While reading through the material below, copy each line that holds the word "runs".
[[ Data for processing open ]]
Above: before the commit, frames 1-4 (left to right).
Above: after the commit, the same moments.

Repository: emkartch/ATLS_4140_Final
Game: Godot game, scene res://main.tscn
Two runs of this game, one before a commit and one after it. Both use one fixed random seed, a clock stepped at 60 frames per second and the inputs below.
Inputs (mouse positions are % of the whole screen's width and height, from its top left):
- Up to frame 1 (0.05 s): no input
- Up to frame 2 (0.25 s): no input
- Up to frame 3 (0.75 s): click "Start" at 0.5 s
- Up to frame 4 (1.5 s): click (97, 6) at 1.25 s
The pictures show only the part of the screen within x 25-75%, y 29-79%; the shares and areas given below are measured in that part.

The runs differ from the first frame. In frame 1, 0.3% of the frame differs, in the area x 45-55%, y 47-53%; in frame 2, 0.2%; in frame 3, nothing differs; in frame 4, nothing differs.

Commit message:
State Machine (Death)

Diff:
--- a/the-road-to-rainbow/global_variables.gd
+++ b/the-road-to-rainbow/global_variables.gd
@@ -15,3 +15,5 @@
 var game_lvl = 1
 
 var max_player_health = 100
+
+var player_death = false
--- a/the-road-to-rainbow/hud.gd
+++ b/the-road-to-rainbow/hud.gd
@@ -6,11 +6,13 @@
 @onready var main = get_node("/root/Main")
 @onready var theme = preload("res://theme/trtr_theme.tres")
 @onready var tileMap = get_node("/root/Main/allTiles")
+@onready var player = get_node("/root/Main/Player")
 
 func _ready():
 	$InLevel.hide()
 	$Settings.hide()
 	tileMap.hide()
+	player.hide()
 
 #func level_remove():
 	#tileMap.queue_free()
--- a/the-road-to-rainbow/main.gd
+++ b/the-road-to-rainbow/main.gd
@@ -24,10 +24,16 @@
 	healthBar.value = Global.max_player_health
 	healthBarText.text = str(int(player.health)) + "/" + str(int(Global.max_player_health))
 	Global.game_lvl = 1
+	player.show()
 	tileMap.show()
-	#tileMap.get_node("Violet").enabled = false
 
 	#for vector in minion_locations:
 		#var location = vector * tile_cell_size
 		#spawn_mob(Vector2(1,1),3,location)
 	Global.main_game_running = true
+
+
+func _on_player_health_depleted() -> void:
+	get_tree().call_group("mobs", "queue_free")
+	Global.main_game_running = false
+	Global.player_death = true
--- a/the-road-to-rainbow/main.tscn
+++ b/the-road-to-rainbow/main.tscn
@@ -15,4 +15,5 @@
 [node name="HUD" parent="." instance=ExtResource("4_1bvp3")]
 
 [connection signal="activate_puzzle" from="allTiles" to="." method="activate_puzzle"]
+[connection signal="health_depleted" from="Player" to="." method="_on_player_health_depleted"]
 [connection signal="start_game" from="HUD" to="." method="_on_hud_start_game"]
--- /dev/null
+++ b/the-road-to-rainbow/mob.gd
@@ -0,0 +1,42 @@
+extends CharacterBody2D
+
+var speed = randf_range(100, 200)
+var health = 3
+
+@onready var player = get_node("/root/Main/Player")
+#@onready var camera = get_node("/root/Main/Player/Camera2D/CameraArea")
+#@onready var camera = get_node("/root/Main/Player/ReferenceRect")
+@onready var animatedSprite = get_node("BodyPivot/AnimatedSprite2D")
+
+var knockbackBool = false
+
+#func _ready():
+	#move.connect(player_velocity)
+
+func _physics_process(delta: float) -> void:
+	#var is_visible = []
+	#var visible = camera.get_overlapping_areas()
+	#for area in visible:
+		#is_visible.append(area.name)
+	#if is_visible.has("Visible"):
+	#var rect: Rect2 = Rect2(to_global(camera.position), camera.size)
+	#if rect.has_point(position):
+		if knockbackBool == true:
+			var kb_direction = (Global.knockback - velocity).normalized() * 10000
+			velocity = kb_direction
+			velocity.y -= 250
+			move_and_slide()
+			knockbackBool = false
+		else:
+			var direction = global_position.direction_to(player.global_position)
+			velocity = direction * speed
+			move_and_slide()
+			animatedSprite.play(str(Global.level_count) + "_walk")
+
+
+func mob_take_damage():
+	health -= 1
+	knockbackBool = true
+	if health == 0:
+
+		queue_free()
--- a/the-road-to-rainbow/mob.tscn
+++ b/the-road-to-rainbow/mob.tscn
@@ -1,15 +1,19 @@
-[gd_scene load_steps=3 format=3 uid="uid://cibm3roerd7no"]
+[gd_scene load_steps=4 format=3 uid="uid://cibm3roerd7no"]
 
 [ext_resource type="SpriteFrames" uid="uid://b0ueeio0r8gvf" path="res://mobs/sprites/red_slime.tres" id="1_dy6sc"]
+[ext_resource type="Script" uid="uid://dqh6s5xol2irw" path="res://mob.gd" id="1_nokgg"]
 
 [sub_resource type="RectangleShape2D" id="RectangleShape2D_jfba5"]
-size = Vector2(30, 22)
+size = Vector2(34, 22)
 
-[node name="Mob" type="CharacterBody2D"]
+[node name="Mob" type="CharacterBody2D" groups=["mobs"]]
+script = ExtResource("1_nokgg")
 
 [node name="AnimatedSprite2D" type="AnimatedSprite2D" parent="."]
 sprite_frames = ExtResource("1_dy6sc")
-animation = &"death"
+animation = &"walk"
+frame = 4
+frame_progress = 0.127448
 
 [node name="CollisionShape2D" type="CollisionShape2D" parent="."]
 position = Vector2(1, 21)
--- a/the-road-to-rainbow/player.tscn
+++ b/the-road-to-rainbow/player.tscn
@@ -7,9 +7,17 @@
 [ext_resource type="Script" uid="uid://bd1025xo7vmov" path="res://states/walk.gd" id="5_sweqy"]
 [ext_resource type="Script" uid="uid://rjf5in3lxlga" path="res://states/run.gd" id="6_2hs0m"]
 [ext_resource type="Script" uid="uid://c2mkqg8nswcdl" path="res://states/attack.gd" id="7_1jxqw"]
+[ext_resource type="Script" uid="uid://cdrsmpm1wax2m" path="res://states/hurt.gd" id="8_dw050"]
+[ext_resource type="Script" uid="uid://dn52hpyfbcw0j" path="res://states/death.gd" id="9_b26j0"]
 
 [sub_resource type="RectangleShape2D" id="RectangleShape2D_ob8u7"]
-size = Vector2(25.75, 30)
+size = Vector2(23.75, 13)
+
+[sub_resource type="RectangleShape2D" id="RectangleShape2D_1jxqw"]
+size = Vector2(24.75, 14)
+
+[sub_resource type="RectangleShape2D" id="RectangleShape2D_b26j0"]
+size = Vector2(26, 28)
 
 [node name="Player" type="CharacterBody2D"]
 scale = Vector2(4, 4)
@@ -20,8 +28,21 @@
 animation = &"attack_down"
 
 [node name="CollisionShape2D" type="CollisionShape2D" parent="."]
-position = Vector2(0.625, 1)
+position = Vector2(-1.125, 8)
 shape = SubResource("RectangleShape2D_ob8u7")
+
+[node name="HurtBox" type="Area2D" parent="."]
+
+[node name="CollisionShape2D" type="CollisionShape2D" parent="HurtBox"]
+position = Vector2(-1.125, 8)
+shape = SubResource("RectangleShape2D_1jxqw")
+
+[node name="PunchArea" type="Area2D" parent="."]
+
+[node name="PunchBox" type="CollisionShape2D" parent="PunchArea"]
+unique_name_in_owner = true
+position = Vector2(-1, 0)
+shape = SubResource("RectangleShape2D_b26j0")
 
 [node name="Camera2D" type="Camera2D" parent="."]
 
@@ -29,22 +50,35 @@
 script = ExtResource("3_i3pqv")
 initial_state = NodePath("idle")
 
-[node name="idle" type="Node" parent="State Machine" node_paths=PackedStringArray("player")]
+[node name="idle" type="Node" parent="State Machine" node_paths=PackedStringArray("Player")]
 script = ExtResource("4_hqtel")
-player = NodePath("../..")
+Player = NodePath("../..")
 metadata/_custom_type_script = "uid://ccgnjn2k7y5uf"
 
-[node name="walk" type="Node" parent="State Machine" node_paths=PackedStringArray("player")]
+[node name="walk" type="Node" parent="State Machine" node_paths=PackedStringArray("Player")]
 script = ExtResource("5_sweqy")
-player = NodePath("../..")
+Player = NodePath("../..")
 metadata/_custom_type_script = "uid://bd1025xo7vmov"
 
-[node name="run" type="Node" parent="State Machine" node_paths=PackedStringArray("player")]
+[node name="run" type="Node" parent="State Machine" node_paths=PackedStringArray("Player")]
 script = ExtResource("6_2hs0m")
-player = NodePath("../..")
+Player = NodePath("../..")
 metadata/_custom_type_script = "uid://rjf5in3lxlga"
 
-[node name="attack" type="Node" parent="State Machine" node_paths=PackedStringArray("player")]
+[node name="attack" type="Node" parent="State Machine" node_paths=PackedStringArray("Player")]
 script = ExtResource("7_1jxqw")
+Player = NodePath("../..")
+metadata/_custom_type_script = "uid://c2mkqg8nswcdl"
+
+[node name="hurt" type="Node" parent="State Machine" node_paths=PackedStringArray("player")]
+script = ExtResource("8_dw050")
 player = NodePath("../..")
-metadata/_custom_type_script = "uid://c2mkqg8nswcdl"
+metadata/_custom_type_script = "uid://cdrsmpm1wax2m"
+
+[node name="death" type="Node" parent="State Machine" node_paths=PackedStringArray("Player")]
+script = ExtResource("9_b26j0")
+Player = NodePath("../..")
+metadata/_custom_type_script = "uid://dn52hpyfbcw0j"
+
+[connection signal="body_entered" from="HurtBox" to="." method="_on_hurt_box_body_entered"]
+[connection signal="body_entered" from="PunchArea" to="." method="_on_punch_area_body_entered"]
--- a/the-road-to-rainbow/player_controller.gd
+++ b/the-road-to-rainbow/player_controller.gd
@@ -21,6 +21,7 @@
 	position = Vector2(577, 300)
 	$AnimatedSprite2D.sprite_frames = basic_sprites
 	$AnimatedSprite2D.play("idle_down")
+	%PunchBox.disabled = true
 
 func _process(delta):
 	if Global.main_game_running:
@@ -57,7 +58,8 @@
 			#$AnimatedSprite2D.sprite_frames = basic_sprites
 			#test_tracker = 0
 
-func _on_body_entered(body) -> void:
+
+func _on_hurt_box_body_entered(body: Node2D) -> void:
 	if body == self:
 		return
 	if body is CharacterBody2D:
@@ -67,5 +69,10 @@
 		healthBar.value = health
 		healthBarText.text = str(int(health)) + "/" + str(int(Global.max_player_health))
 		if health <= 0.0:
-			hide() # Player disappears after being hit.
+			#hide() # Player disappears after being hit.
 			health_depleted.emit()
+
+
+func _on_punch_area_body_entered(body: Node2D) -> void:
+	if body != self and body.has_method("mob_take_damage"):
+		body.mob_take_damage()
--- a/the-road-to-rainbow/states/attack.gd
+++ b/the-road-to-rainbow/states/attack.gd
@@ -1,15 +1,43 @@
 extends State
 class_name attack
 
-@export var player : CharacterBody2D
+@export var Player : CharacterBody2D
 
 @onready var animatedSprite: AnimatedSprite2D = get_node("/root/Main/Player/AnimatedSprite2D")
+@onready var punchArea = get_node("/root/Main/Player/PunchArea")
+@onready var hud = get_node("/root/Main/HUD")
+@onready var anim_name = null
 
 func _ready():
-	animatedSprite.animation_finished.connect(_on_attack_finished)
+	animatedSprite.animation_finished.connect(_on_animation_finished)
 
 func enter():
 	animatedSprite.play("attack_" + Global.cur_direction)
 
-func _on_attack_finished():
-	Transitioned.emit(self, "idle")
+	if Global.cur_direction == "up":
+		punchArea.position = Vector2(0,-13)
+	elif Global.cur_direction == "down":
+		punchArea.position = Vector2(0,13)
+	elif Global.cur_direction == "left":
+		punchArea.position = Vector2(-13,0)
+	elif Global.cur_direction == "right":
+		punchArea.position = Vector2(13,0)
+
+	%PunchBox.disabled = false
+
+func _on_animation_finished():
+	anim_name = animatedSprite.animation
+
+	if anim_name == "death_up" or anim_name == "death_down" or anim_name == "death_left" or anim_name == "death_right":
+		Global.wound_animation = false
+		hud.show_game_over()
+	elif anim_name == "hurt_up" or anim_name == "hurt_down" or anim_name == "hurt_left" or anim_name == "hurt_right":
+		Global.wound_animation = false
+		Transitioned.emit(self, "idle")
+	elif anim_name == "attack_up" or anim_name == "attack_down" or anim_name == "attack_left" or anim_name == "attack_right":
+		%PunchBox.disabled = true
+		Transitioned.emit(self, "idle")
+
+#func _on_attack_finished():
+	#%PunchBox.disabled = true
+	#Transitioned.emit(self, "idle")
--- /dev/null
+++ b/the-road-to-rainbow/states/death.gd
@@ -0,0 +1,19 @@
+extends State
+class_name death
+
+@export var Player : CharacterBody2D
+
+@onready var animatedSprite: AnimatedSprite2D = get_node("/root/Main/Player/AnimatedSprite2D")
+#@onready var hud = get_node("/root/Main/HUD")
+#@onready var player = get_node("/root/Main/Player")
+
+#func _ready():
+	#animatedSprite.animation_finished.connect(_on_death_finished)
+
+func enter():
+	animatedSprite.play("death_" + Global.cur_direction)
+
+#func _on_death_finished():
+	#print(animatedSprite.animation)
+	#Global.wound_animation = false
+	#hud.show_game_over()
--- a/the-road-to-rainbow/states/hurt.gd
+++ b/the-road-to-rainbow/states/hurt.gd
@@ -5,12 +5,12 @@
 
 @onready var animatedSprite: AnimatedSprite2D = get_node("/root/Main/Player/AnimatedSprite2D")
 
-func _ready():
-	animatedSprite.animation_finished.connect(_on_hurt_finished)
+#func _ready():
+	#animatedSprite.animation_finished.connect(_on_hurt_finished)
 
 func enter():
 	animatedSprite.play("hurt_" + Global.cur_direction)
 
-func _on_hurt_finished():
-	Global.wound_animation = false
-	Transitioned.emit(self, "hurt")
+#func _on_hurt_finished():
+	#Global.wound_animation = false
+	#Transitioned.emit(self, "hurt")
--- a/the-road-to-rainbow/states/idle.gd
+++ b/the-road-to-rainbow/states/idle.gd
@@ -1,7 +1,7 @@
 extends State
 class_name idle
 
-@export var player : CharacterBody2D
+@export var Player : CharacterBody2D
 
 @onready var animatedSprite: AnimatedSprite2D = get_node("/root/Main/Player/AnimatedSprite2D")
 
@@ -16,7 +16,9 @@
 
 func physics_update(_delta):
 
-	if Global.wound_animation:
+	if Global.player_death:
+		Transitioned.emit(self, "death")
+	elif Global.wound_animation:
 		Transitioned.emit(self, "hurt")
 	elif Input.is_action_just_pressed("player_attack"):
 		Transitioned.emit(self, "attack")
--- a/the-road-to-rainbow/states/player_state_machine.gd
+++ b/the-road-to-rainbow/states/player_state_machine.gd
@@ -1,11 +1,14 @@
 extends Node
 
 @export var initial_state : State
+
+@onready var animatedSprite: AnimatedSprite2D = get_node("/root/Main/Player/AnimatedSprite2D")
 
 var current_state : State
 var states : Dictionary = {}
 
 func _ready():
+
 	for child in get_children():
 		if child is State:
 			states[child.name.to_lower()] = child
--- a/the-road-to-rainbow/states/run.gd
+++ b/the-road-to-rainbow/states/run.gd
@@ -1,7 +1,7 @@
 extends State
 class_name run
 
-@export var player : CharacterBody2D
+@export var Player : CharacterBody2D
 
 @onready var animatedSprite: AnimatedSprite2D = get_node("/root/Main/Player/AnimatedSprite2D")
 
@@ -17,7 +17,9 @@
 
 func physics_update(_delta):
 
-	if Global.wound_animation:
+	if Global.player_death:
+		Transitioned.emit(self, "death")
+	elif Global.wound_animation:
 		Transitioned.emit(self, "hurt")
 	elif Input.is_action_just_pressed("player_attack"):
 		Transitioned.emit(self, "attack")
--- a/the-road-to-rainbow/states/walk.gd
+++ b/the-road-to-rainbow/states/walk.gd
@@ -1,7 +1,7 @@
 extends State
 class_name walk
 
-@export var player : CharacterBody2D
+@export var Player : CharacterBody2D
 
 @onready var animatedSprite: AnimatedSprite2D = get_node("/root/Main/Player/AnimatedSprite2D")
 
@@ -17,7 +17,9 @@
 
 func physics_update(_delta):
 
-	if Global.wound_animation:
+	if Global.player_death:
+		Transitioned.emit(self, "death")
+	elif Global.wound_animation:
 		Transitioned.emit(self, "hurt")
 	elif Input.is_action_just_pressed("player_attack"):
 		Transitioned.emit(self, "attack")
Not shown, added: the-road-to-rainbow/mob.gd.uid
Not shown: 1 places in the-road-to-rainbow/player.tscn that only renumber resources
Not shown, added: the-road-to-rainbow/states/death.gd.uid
[[ Data for processing closed ]]
[[ Data for processing open ]]
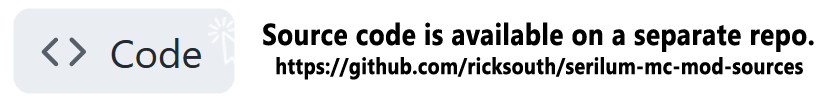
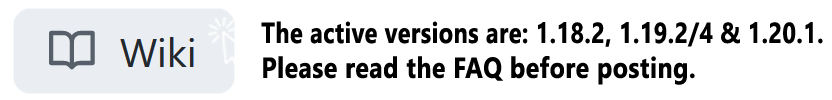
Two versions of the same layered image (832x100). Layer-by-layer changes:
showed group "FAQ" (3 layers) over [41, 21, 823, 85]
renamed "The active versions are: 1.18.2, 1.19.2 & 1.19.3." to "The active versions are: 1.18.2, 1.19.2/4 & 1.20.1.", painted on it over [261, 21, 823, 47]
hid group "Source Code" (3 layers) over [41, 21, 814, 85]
[[ Data for processing closed ]]
[[ Data for processing open ]]
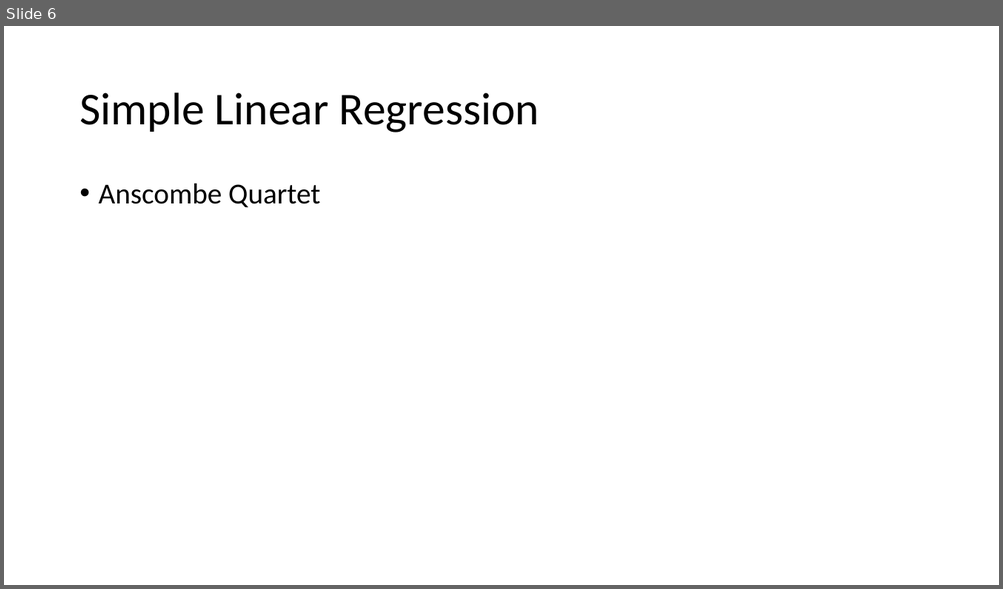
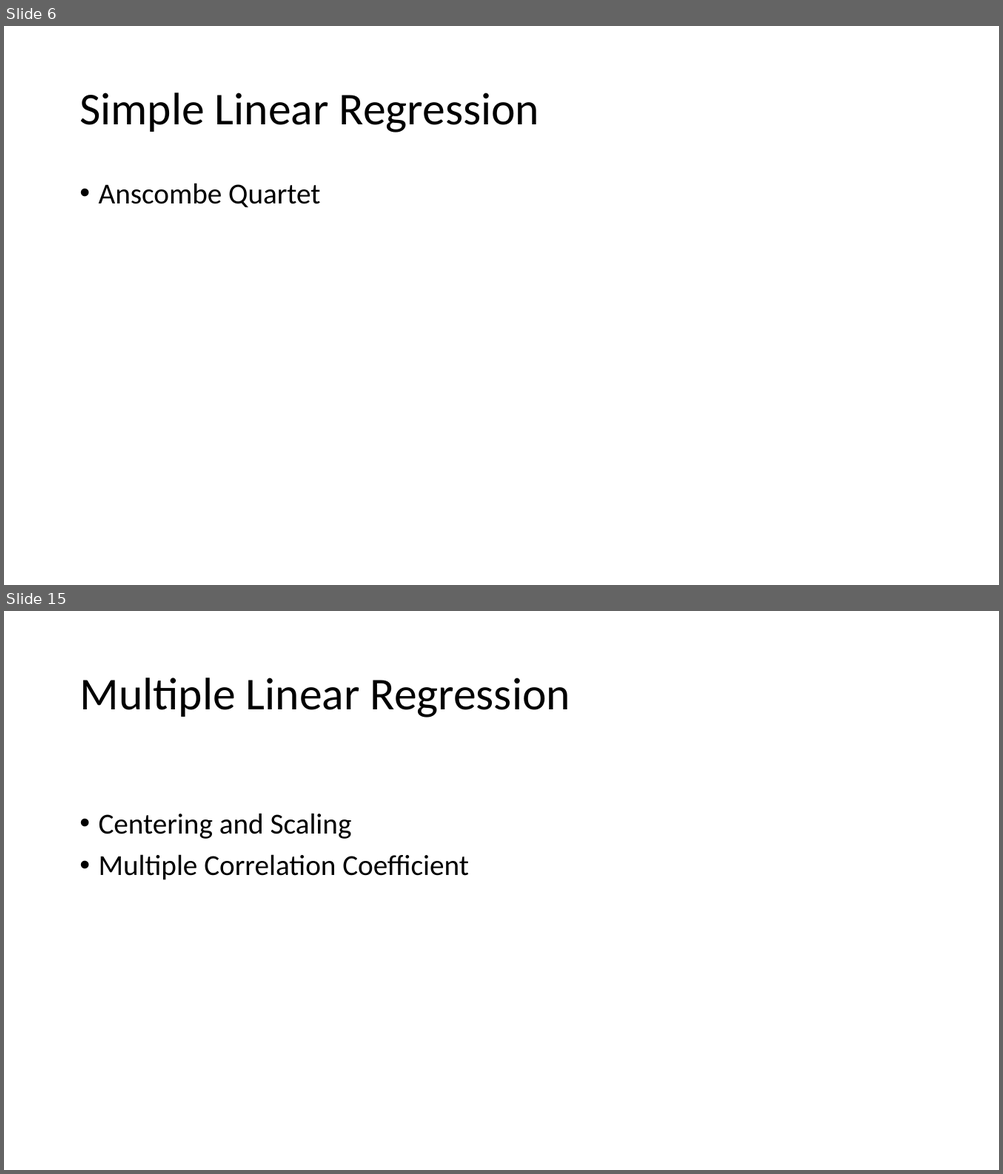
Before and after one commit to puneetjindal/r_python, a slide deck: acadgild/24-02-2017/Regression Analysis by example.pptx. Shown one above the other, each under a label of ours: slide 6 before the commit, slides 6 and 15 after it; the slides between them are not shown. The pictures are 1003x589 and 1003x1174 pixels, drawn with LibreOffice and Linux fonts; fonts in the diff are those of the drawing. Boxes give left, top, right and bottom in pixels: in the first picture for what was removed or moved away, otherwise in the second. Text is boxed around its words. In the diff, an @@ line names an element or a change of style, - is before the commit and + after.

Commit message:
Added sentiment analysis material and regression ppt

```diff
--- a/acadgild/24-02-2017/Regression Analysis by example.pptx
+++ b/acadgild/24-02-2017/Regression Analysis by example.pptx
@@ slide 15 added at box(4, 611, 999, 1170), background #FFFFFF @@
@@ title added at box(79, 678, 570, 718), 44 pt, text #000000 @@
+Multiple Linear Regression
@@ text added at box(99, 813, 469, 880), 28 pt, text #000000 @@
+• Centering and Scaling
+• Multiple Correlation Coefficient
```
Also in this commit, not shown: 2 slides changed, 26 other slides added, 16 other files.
[[ Data for processing closed ]]
### Exercise output
Two runs of this game, one before a commit and one after it. Both use one fixed random seed, a clock stepped at 60 frames per second and the inputs below.
The runs differ from the first frame. In frame 1, 0.3% of the frame differs, in the area x 45-55%, y 47-53%; in frame 2, 0.2%; in frame 3, nothing differs; in frame 4, nothing differs.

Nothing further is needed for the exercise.